Microsoft Unveils Top Secret Cloud for Government


The move comes among an array of other cloud-driving announcements.

Microsoft completed the buildout of a new, top secret cloud service for federal agencies, aiming to host some of the government’s most sensitive workloads.

The product—Azure Government Top Secret—is listed among an array of new cloud-centered offerings the company’s Corporate Vice President of Azure Global Tom Keane unveiled in a blogpost early Monday, kicking off the company’s Government Leaders Summit. 

“We've been working with the government on building this top secret cloud for some time,” Keane told Nextgov in an interview Thursday, adding that the federal accreditation process for the product is “well underway.” 

Cloud service providers that work with the Pentagon must prove that they abide by specific security requirements depending on the sensitivity of the data they will host. Lower “impact levels” handle data cleared for public release, while impact level six, or IL6, encompasses classified national security information. That level is right below the highest level of “Top Secret” for classified material.

Earlier this year, Azure Government Secret received provisional authority to operate at IL6. Cloud rival Amazon Web Services is the only company cleared to host the government’s most highly classified, top secret materials in the cloud.

Azure Top Secret will mark a “natural extension” to the cloud-based services intelligence community and Pentagon agencies are already tapping into, Keane noted. Since the beginning of its cloud journey almost a decade ago, Microsoft’s put forth heavy investments and energy into connectivity, data centers and personnel to underpin its products. But Keane emphasized “one of the biggest places that [the company’s] invested in is around commercial parity,” which he explained allows those running at the highest security classification to have the exact same features that a regular commercial customer would see.  

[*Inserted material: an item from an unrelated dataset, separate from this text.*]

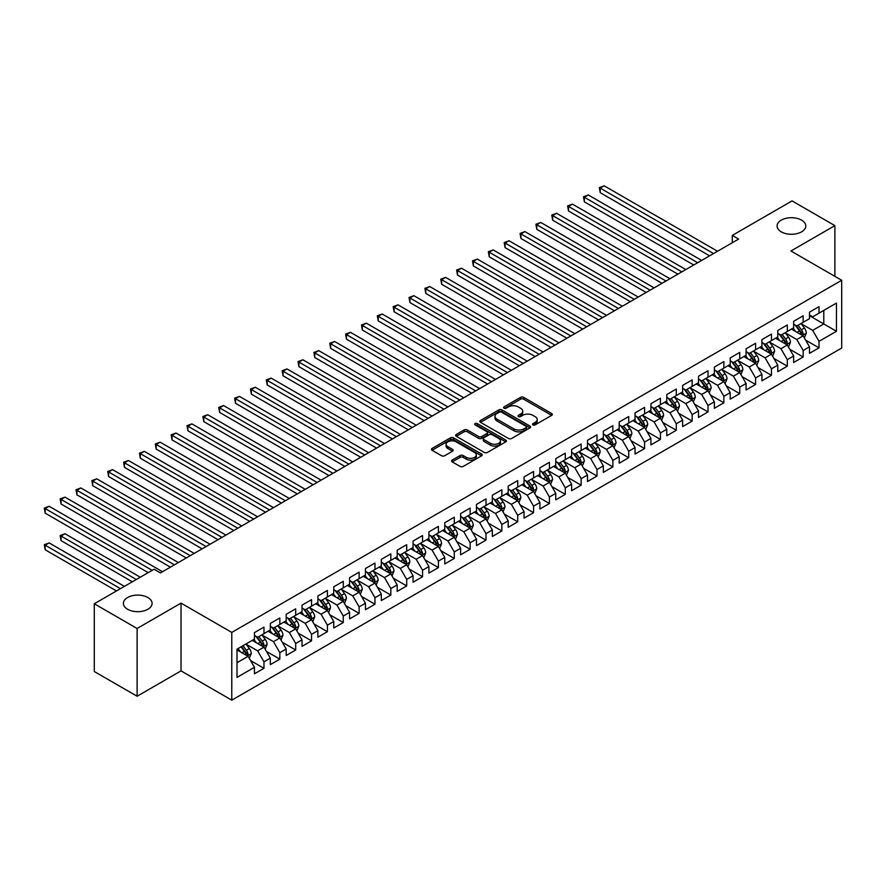 <?xml version="1.0" encoding="UTF-8"?>
<svg xmlns="http://www.w3.org/2000/svg" width="886" height="886" viewBox="0 0 886 886"><rect width="100%" height="100%" fill="white"/><g stroke="black" fill="none" stroke-linecap="round" stroke-linejoin="round"><path stroke-width="1.33" d="M532.973 424.881A1.539 0.886 0 0 0 535.155 424.881L551.701 415.335A2.204 1.274 0 0 0 552.343 414.438A2.204 1.274 0 0 0 551.701 413.54L523.681 397.36A2.204 1.274 0 0 0 520.569 397.36L504.023 406.907A1.539 0.886 0 0 0 503.569 407.538A1.539 0.886 0 0 0 504.023 408.169A1.539 0.886 0 0 0 506.205 408.169L508.342 406.929A7.044 4.065 0 0 1 518.31 406.929L520.647 408.28A7.044 4.065 0 0 1 522.707 411.159A7.044 4.065 0 0 1 520.647 414.028L518.498 415.268A1.539 0.886 0 0 0 518.055 415.899A1.539 0.886 0 0 0 518.498 416.531A1.539 0.886 0 0 0 520.68 416.531L522.818 415.29A7.044 4.065 0 0 1 532.785 415.29L535.122 416.641A7.044 4.065 0 0 1 537.182 419.51A7.044 4.065 0 0 1 535.122 422.389L532.973 423.63A1.539 0.886 0 0 0 532.53 424.25A1.539 0.886 0 0 0 532.973 424.881L532.973 423.63M147.884 597.541A14.353 8.284 0 0 0 132.247 595.735A14.353 8.284 0 0 0 123.387 603.399A14.353 8.284 0 0 0 127.584 609.258A14.353 8.284 0 0 0 143.233 611.052A14.353 8.284 0 0 0 152.093 603.399A14.353 8.284 0 0 0 147.884 597.541M801.575 220.127A14.353 8.284 0 0 0 785.937 218.333A14.353 8.284 0 0 0 777.077 225.996A14.353 8.284 0 0 0 781.275 231.855A14.353 8.284 0 0 0 796.924 233.649A14.353 8.284 0 0 0 805.784 225.996A14.353 8.284 0 0 0 801.575 220.127M452.225 460.089A2.204 1.274 0 0 0 451.583 460.986A2.204 1.274 0 0 0 452.225 461.883L460.089 466.424A2.204 1.274 0 0 0 463.201 466.424L481.574 455.825A2.204 1.274 0 0 0 482.217 454.928A2.204 1.274 0 0 0 481.574 454.02L453.554 437.85A2.204 1.274 0 0 0 450.442 437.85L432.069 448.449A2.204 1.274 0 0 0 431.427 449.346A2.204 1.274 0 0 0 432.069 450.254L441.56 455.736A2.204 1.274 0 0 0 444.683 455.736L452.536 451.195A2.204 1.274 0 0 0 453.189 450.298A2.204 1.274 0 0 0 452.536 449.401L447.829 446.677A5.892 3.4 0 0 1 446.101 444.274A5.892 3.4 0 0 1 449.745 441.128A5.892 3.4 0 0 1 456.157 441.87L474.608 452.513A5.892 3.4 0 0 1 476.325 454.928A5.892 3.4 0 0 1 472.692 458.062A5.892 3.4 0 0 1 466.28 457.331L463.201 455.548A2.204 1.274 0 0 0 460.089 455.548L452.225 460.089L452.225 461.883L460.089 457.386L460.089 455.548M137.108 628.484L137.108 696.241L181.032 670.879L181.032 603.122L137.108 628.484L94.281 603.765L154.075 569.244L160.421 572.91L738.614 239.087L732.279 235.421L732.279 242.742M181.032 603.122L231.778 632.416L841.7 280.286L841.7 348.043L231.778 700.173L231.778 632.416M834.878 276.354L834.878 225.631L790.954 250.993L841.7 280.286M834.878 225.631L792.062 200.9L732.279 235.421M508.498 438.481A2.204 1.274 0 0 0 511.61 438.481L529.983 427.872A2.204 1.274 0 0 0 530.625 426.974A2.204 1.274 0 0 0 529.983 426.077L501.963 409.897A2.204 1.274 0 0 0 498.851 409.897L480.478 420.507A2.204 1.274 0 0 0 479.835 421.404A2.204 1.274 0 0 0 480.478 422.301L508.498 438.481M475.727 425.214A1.539 0.886 0 0 1 477.288 425.435L477.288 423.608L505.773 440.054A2.204 1.274 0 0 1 506.427 440.951A2.204 1.274 0 0 1 505.773 441.848L487.411 452.447A2.204 1.274 0 0 1 484.299 452.447L456.279 436.277L464.142 431.77L464.142 429.943L456.279 434.472A2.204 1.274 0 0 0 455.637 435.38A2.204 1.274 0 0 0 456.279 436.277L456.279 434.472M464.142 431.77A2.204 1.274 0 0 1 467.254 431.77L467.254 429.943A2.204 1.274 0 0 0 464.142 429.943M467.254 429.943L478.617 436.499A2.204 1.274 0 0 0 481.729 436.499L486.946 433.487A2.204 1.274 0 0 0 487.588 432.589A2.204 1.274 0 0 0 486.946 431.692L475.106 424.859A1.539 0.886 0 0 1 474.663 424.228A1.539 0.886 0 0 1 475.616 423.408A1.539 0.886 0 0 1 477.288 423.608M809.505 315.715L823.781 323.955L823.781 310.41L836.462 303.09L819.018 313.157L819.018 306.656L809.505 312.149L809.505 318.65L803.159 322.316L803.159 315.815L793.646 321.308L793.646 327.809L787.311 331.464L787.311 324.963L777.786 330.456L777.786 336.957L771.451 340.623L771.451 334.122L761.927 339.615L761.927 346.116L755.592 349.782L755.592 343.281L746.067 348.774L746.067 355.275L739.732 358.941L739.732 352.44L730.219 357.933L730.219 364.434L723.873 368.089L723.873 361.588L714.36 367.081L714.36 373.582L708.014 377.248L708.014 370.747L698.5 376.24L698.5 382.741L692.154 386.407L692.154 379.906L682.641 385.399L682.641 391.9L676.295 395.555L676.295 389.054L666.781 394.547L666.781 401.048L660.435 404.714L660.435 398.213L650.922 403.706L650.922 410.207L644.576 413.873L644.576 407.372L635.063 412.865L635.063 419.366L628.717 423.021L628.717 416.531L619.203 422.024L619.203 428.525L612.857 432.18L612.857 425.679L603.344 431.172L603.344 437.673L596.998 441.339L596.998 434.838L587.484 440.331L587.484 446.832L581.138 450.498L581.138 443.997L571.625 449.49L571.625 455.991L565.29 459.646L565.29 453.145L555.766 458.638L555.766 465.139L549.431 468.805L549.431 462.304L539.906 467.797L539.906 474.298L533.571 477.964L533.571 471.463L524.058 476.956L524.058 483.457L517.712 487.112L517.712 480.622L508.199 486.115L508.199 492.616L501.853 496.271L501.853 489.77L492.339 495.263L492.339 501.764L485.993 505.43L485.993 498.929L476.48 504.422L476.48 510.923L470.134 514.589L470.134 508.088L460.62 513.581L460.62 520.082L454.274 523.737L454.274 517.236L444.761 522.729L444.761 529.23L438.415 532.896L438.415 526.395L428.902 531.888L428.902 538.389L422.556 542.055L422.556 535.554L413.042 541.047L413.042 547.548L406.696 551.203L406.696 544.713L397.183 550.206L397.183 556.707L390.837 560.362L390.837 553.861L381.323 559.354L381.323 565.855L374.977 569.521L374.977 563.02L365.464 568.513L365.464 575.014L359.129 578.68L359.129 572.179L349.605 577.672L349.605 584.173L343.27 587.828L343.27 581.327L333.745 586.82L333.745 593.321L327.41 596.987L327.41 590.486L317.897 595.979L317.897 602.48L311.551 606.146L311.551 599.645L302.037 605.138L302.037 611.639L295.691 615.294L295.691 608.804L286.178 614.297L286.178 620.798L279.832 624.453L279.832 617.952L270.319 623.445L270.319 629.946L263.973 633.612L263.973 627.111L254.459 632.604L254.459 639.105L237.016 649.172L237.016 677.38L254.459 667.302L248.113 656.316L237.016 649.903M836.462 303.09L836.462 331.286L819.018 341.354L812.683 330.367L801.177 323.733M805.618 340.124L819.018 347.855L819.018 341.354M819.018 347.855L809.505 353.348L809.505 346.847L803.159 350.513L796.824 339.526L785.317 332.892M789.758 349.272L803.159 357.014L803.159 350.513M803.159 357.014L793.646 362.507L793.646 356.006L787.311 359.672L780.965 348.685L769.469 342.04M773.91 358.431L787.311 366.173L787.311 359.672M787.311 366.173L777.786 371.666L777.786 365.165L771.451 368.82L765.105 357.833L753.609 351.199M758.051 367.59L771.451 375.321L771.451 368.82M771.451 375.321L761.927 380.814L761.927 374.313L755.592 377.979L749.246 366.992L737.75 360.358M742.191 376.749L755.592 384.48L755.592 377.979M755.592 384.48L746.067 389.973L746.067 383.472L739.732 387.138L733.386 376.151L721.891 369.506M726.332 385.897L739.732 393.639L739.732 387.138M739.732 393.639L730.219 399.132L730.219 392.631L723.873 396.297L717.527 385.299L706.031 378.665M710.472 395.056L723.873 402.798L723.873 396.297M723.873 402.798L714.36 408.291L714.36 401.79L708.014 405.445L701.668 394.458L690.172 387.824M694.613 404.215L708.014 411.946L708.014 405.445M708.014 411.946L698.5 417.439L698.5 410.938L692.154 414.604L685.808 403.617L674.312 396.983M678.754 413.363L692.154 421.105L692.154 414.604M692.154 421.105L682.641 426.598L682.641 420.097L676.295 423.763L669.949 412.776L658.453 406.131M662.894 422.522L676.295 430.264L676.295 423.763M676.295 430.264L666.781 435.757L666.781 429.256L660.435 432.911L654.089 421.924L642.594 415.29M647.035 431.681L660.435 439.412L660.435 432.911M660.435 439.412L650.922 444.905L650.922 438.404L644.576 442.07L638.23 431.083L626.734 424.449M631.175 440.84L644.576 448.571L644.576 442.07M644.576 448.571L635.063 454.064L635.063 447.563L628.717 451.229L622.371 440.242L610.875 433.597M615.316 449.988L628.717 457.73L628.717 451.229M628.717 457.73L619.203 463.223L619.203 456.722L612.857 460.388L606.522 449.39L595.015 442.756M599.457 459.147L612.857 466.889L612.857 460.388M612.857 466.889L603.344 472.382L603.344 465.881L596.998 469.536L590.663 458.549L579.156 451.915M583.597 468.306L596.998 476.037L596.998 469.536M596.998 476.037L587.484 481.53L587.484 475.029L581.138 478.695L574.804 467.708L563.308 461.074M567.749 477.454L581.138 485.196L581.138 478.695M581.138 485.196L571.625 490.689L571.625 484.188L565.29 487.854L558.944 476.867L547.448 470.222M551.889 486.613L565.29 494.355L565.29 487.854M565.29 494.355L555.766 499.848L555.766 493.347L549.431 497.002L543.085 486.015L531.589 479.381M536.03 495.772L549.431 503.503L549.431 497.002M549.431 503.503L539.906 508.996L539.906 502.495L533.571 506.161L527.225 495.174L515.73 488.54M520.171 504.931L533.571 512.662L533.571 506.161M533.571 512.662L524.058 518.155L524.058 511.654L517.712 515.32L511.366 504.333L499.87 497.688M504.311 514.079L517.712 521.821L517.712 515.32M517.712 521.821L508.199 527.314L508.199 520.813L501.853 524.479L495.507 513.481L484.011 506.847M488.452 523.238L501.853 530.969L501.853 524.479M501.853 530.969L492.339 536.473L492.339 529.972L485.993 533.627L479.647 522.64L468.151 516.006M472.592 532.397L485.993 540.128L485.993 533.627M485.993 540.128L476.48 545.621L476.48 539.12L470.134 542.786L463.788 531.799L452.292 525.165M456.733 541.545L470.134 549.287L470.134 542.786M470.134 549.287L460.62 554.78L460.62 548.279L454.274 551.945L447.928 540.958L436.433 534.313M440.874 550.704L454.274 558.446L454.274 551.945M454.274 558.446L444.761 563.939L444.761 557.438L438.415 561.093L432.069 550.106L420.573 543.472M425.014 559.863L438.415 567.594L438.415 561.093M438.415 567.594L428.902 573.087L428.902 566.586L422.556 570.252L416.21 559.265L404.714 552.631M409.155 569.011L422.556 576.753L422.556 570.252M422.556 576.753L413.042 582.246L413.042 575.745L406.696 579.411L400.361 568.424L388.854 561.779M393.295 578.17L406.696 585.912L406.696 579.411M406.696 585.912L397.183 591.405L397.183 584.904L390.837 588.57L384.502 577.572L372.995 570.938M377.436 587.329L390.837 595.06L390.837 588.57M390.837 595.06L381.323 600.564L381.323 594.063L374.977 597.718L368.642 586.731L357.147 580.097M361.588 596.488L374.977 604.219L374.977 597.718M374.977 604.219L365.464 609.712L365.464 603.211L359.129 606.877L352.783 595.89L341.287 589.256M345.728 605.636L359.129 613.378L359.129 606.877M359.129 613.378L349.605 618.871L349.605 612.37L343.27 616.036L336.924 605.049L325.428 598.404M329.869 614.795L343.27 622.537L343.27 616.036M343.27 622.537L333.745 628.03L333.745 621.529L327.41 625.184L321.064 614.197L309.568 607.563M314.009 623.954L327.41 631.685L327.41 625.184M327.41 631.685L317.897 637.178L317.897 630.677L311.551 634.343L305.205 623.356L293.709 616.722M298.15 633.102L311.551 640.844L311.551 634.343M311.551 640.844L302.037 646.337L302.037 639.836L295.691 643.502L289.345 632.515L277.85 625.87M282.291 642.261L295.691 650.003L295.691 643.502M295.691 650.003L286.178 655.496L286.178 648.995L279.832 652.661L273.486 641.663L261.99 635.029M266.431 651.42L279.832 659.151L279.832 652.661M279.832 659.151L270.319 664.655L270.319 658.154L263.973 661.809L257.627 650.822L246.131 644.188M250.572 660.579L263.973 668.31L263.973 661.809M263.973 668.31L254.459 673.803L254.459 667.302M254.459 635.439L257.627 637.278L263.973 633.612M237.016 662.728L248.113 656.316M270.319 626.291L273.486 628.119L279.832 624.453M257.627 650.822L263.973 647.157L252.233 640.39M270.319 658.154L263.973 647.157M286.178 617.132L289.345 618.96L295.691 615.294M273.486 641.663L279.832 638.009L268.093 631.231M286.178 648.995L279.832 638.009M302.037 607.973L305.205 609.801L311.551 606.146M289.345 632.515L295.691 628.85L283.952 622.072M302.037 639.836L295.691 628.85M317.897 598.814L321.064 600.653L327.41 596.987M305.205 623.356L311.551 619.691L299.811 612.924M317.897 630.677L311.551 619.691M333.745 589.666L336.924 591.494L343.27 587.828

“We think that this is a unique and differentiated capability—and something that our government customers have been asking us very clearly for,” Keane said. 

Achieving IL6 is a minimum requirement Microsoft must meet as part of the Defense Department’s Joint Enterprise Defense Infrastructure, or JEDI, cloud contract. But the long-delayed multibillion-dollar contract that the Pentagon has awarded to Microsoft twice remains tied up in a court battle with AWS.

Keane did not clarify whether Microsoft has been able to begin moving data or initiate workloads in light of the last court junction.

“We appreciate the process that the [DOD] has gone through and the re-award of the JEDI commission to Microsoft, and we're excited to get to work to help the men and women in uniform, and do that with JEDI,” he said. “Separate to JEDI, as you might imagine, we work extensively across the Department of Defense with the Army, the Air Force, Navy, major agencies, and more—and during COVID, that's been particularly true.”

Keane explained that now “hundreds of thousands” of Defense employees have been making use of Microsoft Teams during the pandemic. Since the novel coronavirus started to disrupt all aspects of life in early March, the company's commercial and federal customers have accelerated the use of needed digital modernization tools to better enable their employees to safely work from home.

“We've seen three years of digital transformation in three months—and that's definitely held true with a lot of government customers,” Keane said.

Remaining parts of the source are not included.